# VHP attacks churches in Orissa towns, curfew imposed



## mudsir (Dec 26, 2007)

It's been a dark Christmas in parts of Orissa, from where there are reports of churches being vandalised by VHP activists.One person has been killed and at least 24 have been injured in the violence. The violence occurred during a VHP-sponsored bandh in Kandhamala district. 
Curfew has been clamped in Phulbani, Baliguda, Daringibadi and Brahmanigaon towns of the district. 
Reports say at least six churches as well as a minister's house were attacked by protestors. The churches — which were built in thatched houses — were either ransacked or set on fire. Two police outposts and a police vehicle were also set on fire.
Police say they have arrested 13 persons. The VHP was protesting an alleged attack on one of its leaders who leads an anti-conversion movement in the district.
The violence, which began at Brahmanigaon village under Daringbadi area on Monday, gradually spread to other parts of the district with miscreants attacking two houses of the state's Steel and Mines minister Padmanabha Behera at Phiringia and Nuapadar villages.
Expressing concern over violence in Kandhamala district on Christmas, Orissa Chief Minister Naveen Patnaik on Tuesday asked people to maintain peace and communal harmony.
"Everyone should come forward to maintain the rich tradition of the state's communal harmony," he said in a statement.
He also appealed to the people to extend their cooperation to the district administration of Kandhamala.




is this the renewed zeal being seen in hindus after the terrorist got re-elected?


----------



## MetalheadGautham (Dec 26, 2007)

+1 for kick religious extremists' butt contest.


----------



## x3060 (Dec 26, 2007)

Go Fight, let there be a doom 4


----------



## gxsaurav (Dec 26, 2007)

WTF....send them to Lucknow, hardly any religious problem here. I m myself going to church since the last 6 years in Christmas & Easter...(just love Gauri's cakes).....can't these VHP people stay silent. Do the christian in goa interfere in holi...

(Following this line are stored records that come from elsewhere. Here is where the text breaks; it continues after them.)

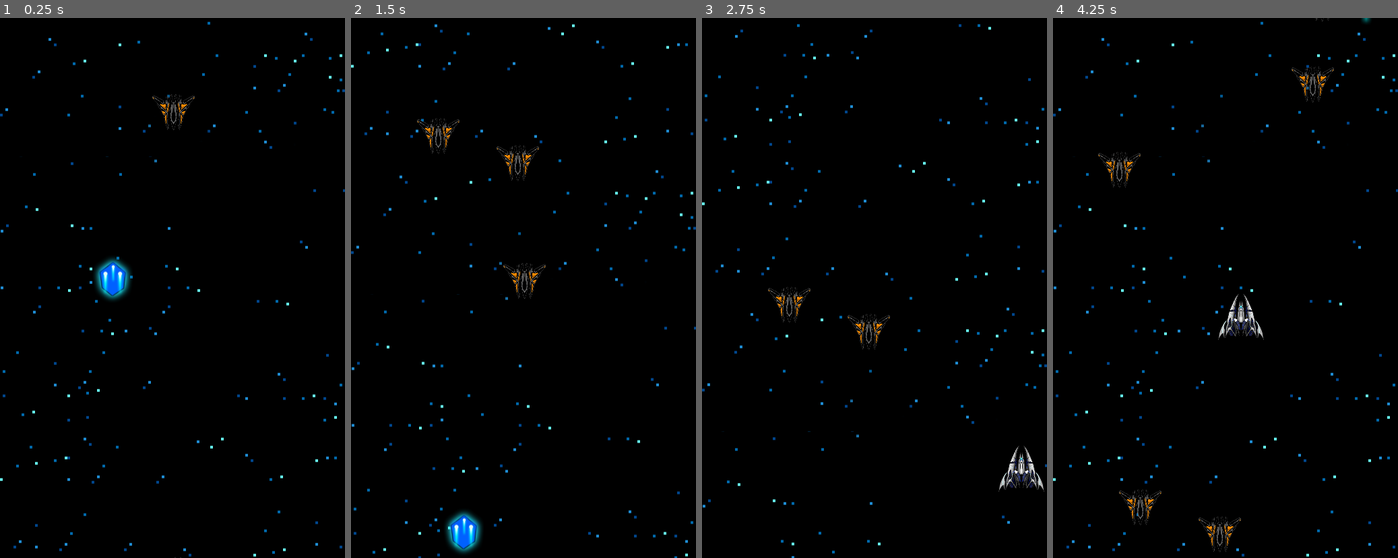
Above: before the commit, frames 1-4 (left to right).
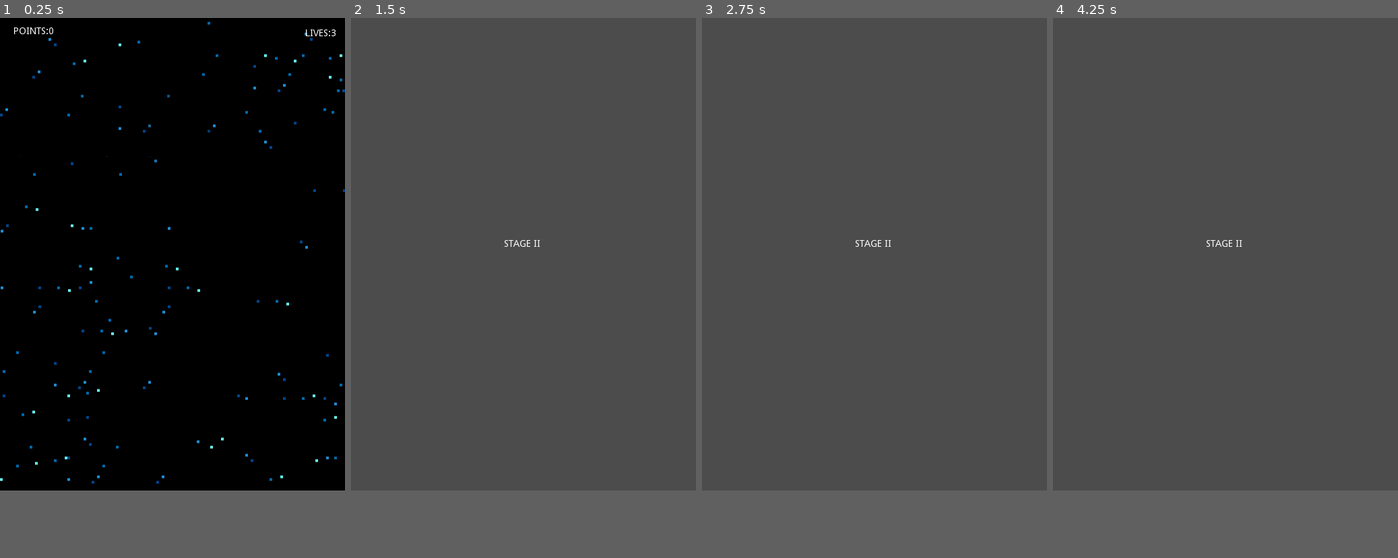
Above: after the commit, the same moments.

Repository: tiagoskaterock/godot-nave2d
Game: Godot game, scene res://scenes/Game.tscn
The game is run twice, just before and just after one commit, with the same random seed, the same clock (stepped at 60 frames per second) and the same inputs. Sound files missing from this copy of the repository are replaced by a short silence.
Inputs:
- Up to frame 1 (0.25 s): no input
- Up to frame 2 (1.5 s): hold D (go_right) 0.53-1.28 s; tap Keypad 2 (shoot) at 0.6, 1.35 s; hold S (go_down) from 1.28 s (still down)
- Up to frame 3 (2.75 s): release S (go_down) at 2.03 s; hold D (go_right) from 2.03 s (still down); tap Keypad 2 (shoot) at 2.1 s
- Up to frame 4 (4.25 s): release D (go_right) at 2.78 s; hold W (go_up) 2.78-3.53 s; tap Keypad 2 (shoot) at 2.85, 3.6 s; hold A (go_left) from 3.53 s (still down)
In our replay, the window is 512x800 before the commit and 512x700 after it. These sizes can differ from the game's own. Grey fills any space a smaller window leaves; there, only what the larger window draws over its background counts as a difference.

The runs differ from the first frame. In frame 1, 1.1% of the frame differs, in the area x 3-100%, y 1-100%; in frame 2, 88%, in the area x 0-100%, y 0-100%; in frame 3, 87%; in frame 4, 88%.

Commit message:
148. Tempo para instanciar inimigos, desafio e passagem de fase

Diff:
--- /dev/null
+++ b/fonts/font_54.tres
@@ -0,0 +1,7 @@
+[gd_resource type="DynamicFont" load_steps=2 format=2]
+
+[ext_resource path="res://star-shooter/assets/kenvector_future.ttf" type="DynamicFontData" id=1]
+
+[resource]
+size = 54
+font_data = ExtResource( 1 )
--- /dev/null
+++ b/fonts/fonts_32.tres
@@ -0,0 +1,7 @@
+[gd_resource type="DynamicFont" load_steps=2 format=2]
+
+[ext_resource path="res://star-shooter/assets/kenvector_future.ttf" type="DynamicFontData" id=1]
+
+[resource]
+size = 32
+font_data = ExtResource( 1 )
--- a/project.godot
+++ b/project.godot
@@ -17,9 +17,10 @@
 [display]
 
 window/size/width=512
-window/size/height=800
+window/size/height=700
+window/size/always_on_top=true
 window/size/test_width=512
-window/size/test_height=800
+window/size/test_height=700
 window/handheld/orientation="portrait"
 window/stretch/mode="2d"
 window/stretch/aspect="keep"
--- a/scenes/Enemy.tscn
+++ b/scenes/Enemy.tscn
@@ -1,29 +1,7 @@
-[gd_scene load_steps=13 format=2]
+[gd_scene load_steps=3 format=2]
 
 [ext_resource path="res://recursos/nave_inimiga.png" type="Texture" id=1]
 [ext_resource path="res://scripts/Enemy.gd" type="Script" id=2]
-[ext_resource path="res://recursos/explosao/smoke_08.png" type="Texture" id=3]
-[ext_resource path="res://recursos/explosao/smoke_05.png" type="Texture" id=4]
-[ext_resource path="res://recursos/explosao/smoke_02.png" type="Texture" id=5]
-[ext_resource path="res://recursos/explosao/smoke_04.png" type="Texture" id=6]
-[ext_resource path="res://recursos/explosao/smoke_07.png" type="Texture" id=7]
-[ext_resource path="res://recursos/explosao/smoke_06.png" type="Texture" id=8]
-[ext_resource path="res://recursos/explosao/smoke_09.png" type="Texture" id=9]
-[ext_resource path="res://recursos/explosao/smoke_03.png" type="Texture" id=10]
-[ext_resource path="res://recursos/explosao/smoke_01.png" type="Texture" id=11]
-
-[sub_resource type="SpriteFrames" id=1]
-animations = [ {
-"frames": [ ExtResource( 1 ) ],
-"loop": true,
-"name": "default",
-"speed": 5.0
-}, {
-"frames": [ ExtResource( 11 ), ExtResource( 5 ), ExtResource( 10 ), ExtResource( 6 ), ExtResource( 4 ), ExtResource( 8 ), ExtResource( 7 ), ExtResource( 3 ), ExtResource( 9 ) ],
-"loop": true,
-"name": "exploding",
-"speed": 24.0
-} ]
 
 [node name="Enemy" type="Area2D"]
 scale = Vector2( 0.4, 0.4 )
@@ -31,15 +9,14 @@
 collision_mask = 5
 script = ExtResource( 2 )
 
-[node name="AnimatedSprite" type="AnimatedSprite" parent="."]
-frames = SubResource( 1 )
-animation = "exploding"
-frame = 6
-
 [node name="CollisionPolygon2D" type="CollisionPolygon2D" parent="."]
 position = Vector2( -5, -5 )
 scale = Vector2( 1.5, 1.5 )
 polygon = PoolVector2Array( -53.3333, -38.3333, -23.3333, 3.33333, -10, 56.6667, 21.6667, 56.6667, 33.3333, 11.6667, 48.3333, -15, 68.3333, -38.3333 )
 
+[node name="NaveInimiga" type="Sprite" parent="."]
+position = Vector2( 0, -2.5 )
+scale = Vector2( 1, 1 )
+texture = ExtResource( 1 )
+
 [connection signal="area_entered" from="." to="." method="_on_Enemy_area_entered"]
-[connection signal="animation_finished" from="AnimatedSprite" to="." method="_on_AnimatedSprite_animation_finished"]
--- /dev/null
+++ b/scenes/EnemyExplosion.tscn
@@ -0,0 +1,30 @@
+[gd_scene load_steps=12 format=2]
+
+[ext_resource path="res://recursos/explosao/smoke_02.png" type="Texture" id=1]
+[ext_resource path="res://recursos/explosao/smoke_04.png" type="Texture" id=2]
+[ext_resource path="res://recursos/explosao/smoke_05.png" type="Texture" id=3]
+[ext_resource path="res://recursos/explosao/smoke_08.png" type="Texture" id=4]
+[ext_resource path="res://recursos/explosao/smoke_09.png" type="Texture" id=6]
+[ext_resource path="res://recursos/explosao/smoke_07.png" type="Texture" id=7]
+[ext_resource path="res://recursos/explosao/smoke_06.png" type="Texture" id=8]
+[ext_resource path="res://recursos/explosao/smoke_01.png" type="Texture" id=9]
+[ext_resource path="res://recursos/explosao/smoke_03.png" type="Texture" id=10]
+[ext_resource path="res://scripts/EnemyExplosion.gd" type="Script" id=11]
+
+[sub_resource type="SpriteFrames" id=1]
+animations = [ {
+"frames": [ ExtResource( 9 ), ExtResource( 1 ), ExtResource( 10 ), ExtResource( 2 ), ExtResource( 3 ), ExtResource( 8 ), ExtResource( 7 ), ExtResource( 4 ), ExtResource( 6 ) ],
+"loop": true,
+"name": "exploding",
+"speed": 24.0
+} ]
+
+[node name="EnemyExplosion" type="AnimatedSprite"]
+scale = Vector2( 0.3, 0.3 )
+frames = SubResource( 1 )
+animation = "exploding"
+frame = 8
+playing = true
+script = ExtResource( 11 )
+
+[connection signal="animation_finished" from="." to="." method="_on_EnemyExplosion_animation_finished"]
--- /dev/null
+++ b/scenes/EnemyExplosionSound.tscn
@@ -0,0 +1,11 @@
+[gd_scene load_steps=3 format=2]
+
+[ext_resource path="res://scripts/EnemyExplosionSound.gd" type="Script" id=1]
+[ext_resource path="res://sfx/enemy-explosion.wav" type="AudioStream" id=2]
+
+[node name="EnemyExplosionSound" type="AudioStreamPlayer2D"]
+stream = ExtResource( 2 )
+autoplay = true
+script = ExtResource( 1 )
+
+[connection signal="finished" from="." to="." method="_on_EnemyExplosionSound_finished"]
--- /dev/null
+++ b/scenes/FartSound.tscn
@@ -0,0 +1,11 @@
+[gd_scene load_steps=3 format=2]
+
+[ext_resource path="res://sfx/fart.wav" type="AudioStream" id=1]
+[ext_resource path="res://scripts/FartSound.gd" type="Script" id=2]
+
+[node name="FartSound" type="AudioStreamPlayer2D"]
+stream = ExtResource( 1 )
+autoplay = true
+script = ExtResource( 2 )
+
+[connection signal="finished" from="." to="." method="_on_FartSound_finished"]
--- a/scenes/Game.tscn
+++ b/scenes/Game.tscn
@@ -8,6 +8,8 @@
 [ext_resource path="res://scenes/PowerUP.tscn" type="PackedScene" id=6]
 [ext_resource path="res://scenes/Shine.tscn" type="PackedScene" id=7]
 [ext_resource path="res://scenes/SuccesFX.tscn" type="PackedScene" id=8]
+[ext_resource path="res://scenes/Hud.tscn" type="PackedScene" id=9]
+[ext_resource path="res://music/song-rock.mp3" type="AudioStream" id=10]
 
 [sub_resource type="Animation" id=1]
 length = 0.001
@@ -81,15 +83,18 @@
 position = Vector2( 264, 656 )
 
 [node name="Shine" parent="." instance=ExtResource( 7 )]
+visible = false
 position = Vector2( 384, 344 )
 
 [node name="Enemy" parent="." instance=ExtResource( 4 )]
+visible = false
 position = Vector2( 256, 88 )
 
 [node name="TimertoSpawnEnemy" type="Timer" parent="."]
 wait_time = 0.2
 
 [node name="PowerUP" parent="." instance=ExtResource( 6 )]
+visible = false
 position = Vector2( 168, 312 )
 
 [node name="TimerToSpawnPowerUP" type="Timer" parent="."]
@@ -97,5 +102,14 @@
 
 [node name="SuccesFX" parent="." instance=ExtResource( 8 )]
 
+[node name="Hud" parent="." instance=ExtResource( 9 )]
+
+[node name="RockSong" type="AudioStreamPlayer" parent="."]
+stream = ExtResource( 10 )
+volume_db = -0.8
+pitch_scale = 0.9
+autoplay = true
+
 [connection signal="timeout" from="TimertoSpawnEnemy" to="." method="_on_TimertoSpawnEnemy_timeout"]
 [connection signal="timeout" from="TimerToSpawnPowerUP" to="." method="_on_TimerToSpawnPowerUP_timeout"]
+[connection signal="finished" from="RockSong" to="." method="_on_RockSong_finished"]
--- /dev/null
+++ b/scenes/Hud.tscn
@@ -0,0 +1,21 @@
+[gd_scene format=2]
+
+[node name="Hud" type="Control"]
+margin_right = 510.0
+margin_bottom = 82.0
+
+[node name="LabelVidas" type="Label" parent="."]
+margin_left = 453.0
+margin_top = 16.0
+margin_right = 502.0
+margin_bottom = 30.0
+text = "Lives: 3"
+uppercase = true
+
+[node name="LabelPontos" type="Label" parent="."]
+margin_left = 20.0
+margin_top = 13.0
+margin_right = 80.0
+margin_bottom = 27.0
+text = "Pontos: 0"
+uppercase = true
--- /dev/null
+++ b/scenes/Stage_02.tscn
@@ -0,0 +1,10 @@
+[gd_scene format=2]
+
+[node name="Stage_02" type="Node2D"]
+
+[node name="Label" type="Label" parent="."]
+margin_left = 227.0
+margin_top = 328.0
+margin_right = 267.0
+margin_bottom = 342.0
+text = "STAGE II"
--- a/scripts/Enemy.gd
+++ b/scripts/Enemy.gd
@@ -3,9 +3,7 @@
 var SCREEN_LIMIT = 850
 var speed = 200
 const TYPE = 'enemy'
-
-func _ready():
-	$AnimatedSprite.play("default")
+const PRE_ENEMY_EXPLOSION = preload("res://scenes/EnemyExplosion.tscn")
 
 func _process(delta):
 	position.y += speed * delta
@@ -16,11 +14,15 @@
 		die()
 
 func die():
-	$AnimatedSprite.play("exploding")
+	get_parent().add_ponto()
+	var explosion = PRE_ENEMY_EXPLOSION.instance()
+	explosion.position = position
+	get_parent().add_child(explosion)
+	queue_free()
 
 func check_limit():
 	if position.y > SCREEN_LIMIT:
-		die()
+		queue_free()
 
 func _on_AnimatedSprite_animation_finished():
 	if $AnimatedSprite.animation == "exploding":
--- /dev/null
+++ b/scripts/EnemyExplosion.gd
@@ -0,0 +1,10 @@
+extends AnimatedSprite
+const PRE_SOUND = preload("res://scenes/EnemyExplosionSound.tscn")
+
+func _ready():
+	var sound = PRE_SOUND.instance()
+	get_parent().add_child(sound)
+	play("exploding")
+
+func _on_EnemyExplosion_animation_finished():
+	queue_free()
--- /dev/null
+++ b/scripts/EnemyExplosionSound.gd
@@ -0,0 +1,4 @@
+extends AudioStreamPlayer2D
+
+func _on_EnemyExplosionSound_finished():
+	queue_free()
--- /dev/null
+++ b/scripts/FartSound.gd
@@ -0,0 +1,4 @@
+extends AudioStreamPlayer2D
+
+func _on_FartSound_finished():
+	queue_free()
--- a/scripts/Game.gd
+++ b/scripts/Game.gd
@@ -2,16 +2,21 @@
 
 const PREV_ENEMY = preload("res://scenes/Enemy.tscn")
 const PREV_POWER_UP = preload("res://scenes/PowerUP.tscn")
+var _pontos: int = 0
+var _lives: int = 3
+var _level: int = 0
 
 func _ready():
 	$TimertoSpawnEnemy.start()
 	$TimerToSpawnPowerUP.start()
+	update_label_pontos()
+	update_label_lives()
 
 func spawn_enemy():
 	var enemy = PREV_ENEMY.instance()
 	add_child(enemy)
 	enemy.global_position = Vector2(get_random_x(), -50)
-	$TimertoSpawnEnemy.wait_time = rand_range(.2, 3)
+	$TimertoSpawnEnemy.wait_time = rand_range(.2, 1)
 
 func _on_TimertoSpawnEnemy_timeout():
 	spawn_enemy()
@@ -26,3 +31,29 @@
 	var power_up = PREV_POWER_UP.instance()
 	add_child(power_up)
 	power_up.global_position = Vector2(get_random_x(), -50)
+
+func get_pontos() -> int:
+	return _pontos
+
+func add_ponto() -> void:
+	_pontos += 1
+	update_label_pontos()
+
+func update_label_pontos() -> void:
+	var label_pontos = get_node("Hud").get_node("LabelPontos")
+	label_pontos.text = 'Points:' + str(get_pontos())
+
+func get_lives() -> int:
+	return _lives
+
+func lose_life() -> void:
+	_lives -= 1
+	update_label_lives()
+
+func update_label_lives() -> void:
+	var label_lives = get_node("Hud").get_node("LabelVidas")
+	label_lives.text = 'Lives:' + str(get_lives())
+
+
+func _on_RockSong_finished():
+	get_tree().change_scene("res://scenes/Stage_02.tscn")
--- a/scripts/Laser.gd
+++ b/scripts/Laser.gd
@@ -3,6 +3,7 @@
 var speed = 700
 const LIMIT = -50
 const TYPE = 'laser'
+const PRE_FART = preload("res://scenes/FartSound.tscn")
 
 func _process(delta):
 	move(delta)
@@ -18,6 +19,8 @@
 	if area.TYPE == 'enemy':
 		die()
 	if area.TYPE == 'powerup':
+		var fart = PRE_FART.instance()
+		get_parent().add_child(fart)
 		die()
 
 func die():
--- a/scripts/Player.gd
+++ b/scripts/Player.gd
@@ -66,6 +66,7 @@
 	shine.position.y = position.y - 30
 
 func die():
+	get_parent().lose_life()
 	can_shoot = false
 	visible = false
 	$TimerToRespawn.start()
Not shown, added: music/song-rock.mp3.import
Not shown: 1 places in scenes/Game.tscn that only renumber resources
Not shown, added: sfx/enemy-explosion.wav.import
Not shown, added: sfx/fart.wav.import
Not shown, added: music/song-rock.mp3
Not shown, added: sfx/enemy-explosion.wav
Not shown, added: sfx/fart.wav

well, they do when they u rub 1 kg colour on there face & they apply 10kg on your face...lolz


----------



## mediator (Dec 26, 2007)

mud said:
			
		

> is this the renewed zeal being seen in hindus after the terrorist got re-elected?





			
				news said:
			
		

> The VHP was protesting an alleged attack on one of its leaders who leads an anti-conversion movement in the district.


 U cud have done better by linking the source sire, instead of dirtying it with ur absent minded comment!


----------



## mudsir (Dec 26, 2007)

"The VHP was protesting an alleged attack on one of its leaders who leads an anti-conversion movement in the district."


nice way to protest.

kill innocent people,

destroy churches.

real tolerant religion!


----------



## mediator (Dec 26, 2007)

Its certainly bad that people die in such communal violences. But yea the poison tree spread its roots to this fine land and sprouted the branch of its "peace". As a result many forefathers were converted. Check ur family tree! 

Njoy the music and entertainment u live as for the "peaceful' religion forbids it! So yea u can say hinduism is far more tolerant!! Nuff said......can the 'im'poster please link the source now?


----------



## mudsir (Dec 26, 2007)

to summarise the attack on innocent people

"the TOLERANT religion is at work again"


----------



## azzu (Dec 26, 2007)

^ hey Mudsir wat the hell wat do u actuallly tryin to say
plz main apki Bhawnaoo ko samaj saktha hoon
Mods close the thread ....
and From ..now on no relgious threads plz


----------



## mudsir (Dec 26, 2007)

there are so many threads against muslims and islam and no mod ever closed them ,suddenly a thread against hindus and no religious discussion from now on

i am also in favour of no religious discussion ,but that has  to be applied for everybody.


----------



## azzu (Dec 26, 2007)

Hey Mudsir to Tell iam also an Muslim....
it doesnt look or sound good hear why ru so desperate Nothin can be done its just like that ...thats it 
i hope u Understand me


----------



## kumarmohit (Dec 26, 2007)

@ mudsir 

Sir are you even aware of the fact that why this has taken place. Please get your facts right first. Or wait I shall do this for you.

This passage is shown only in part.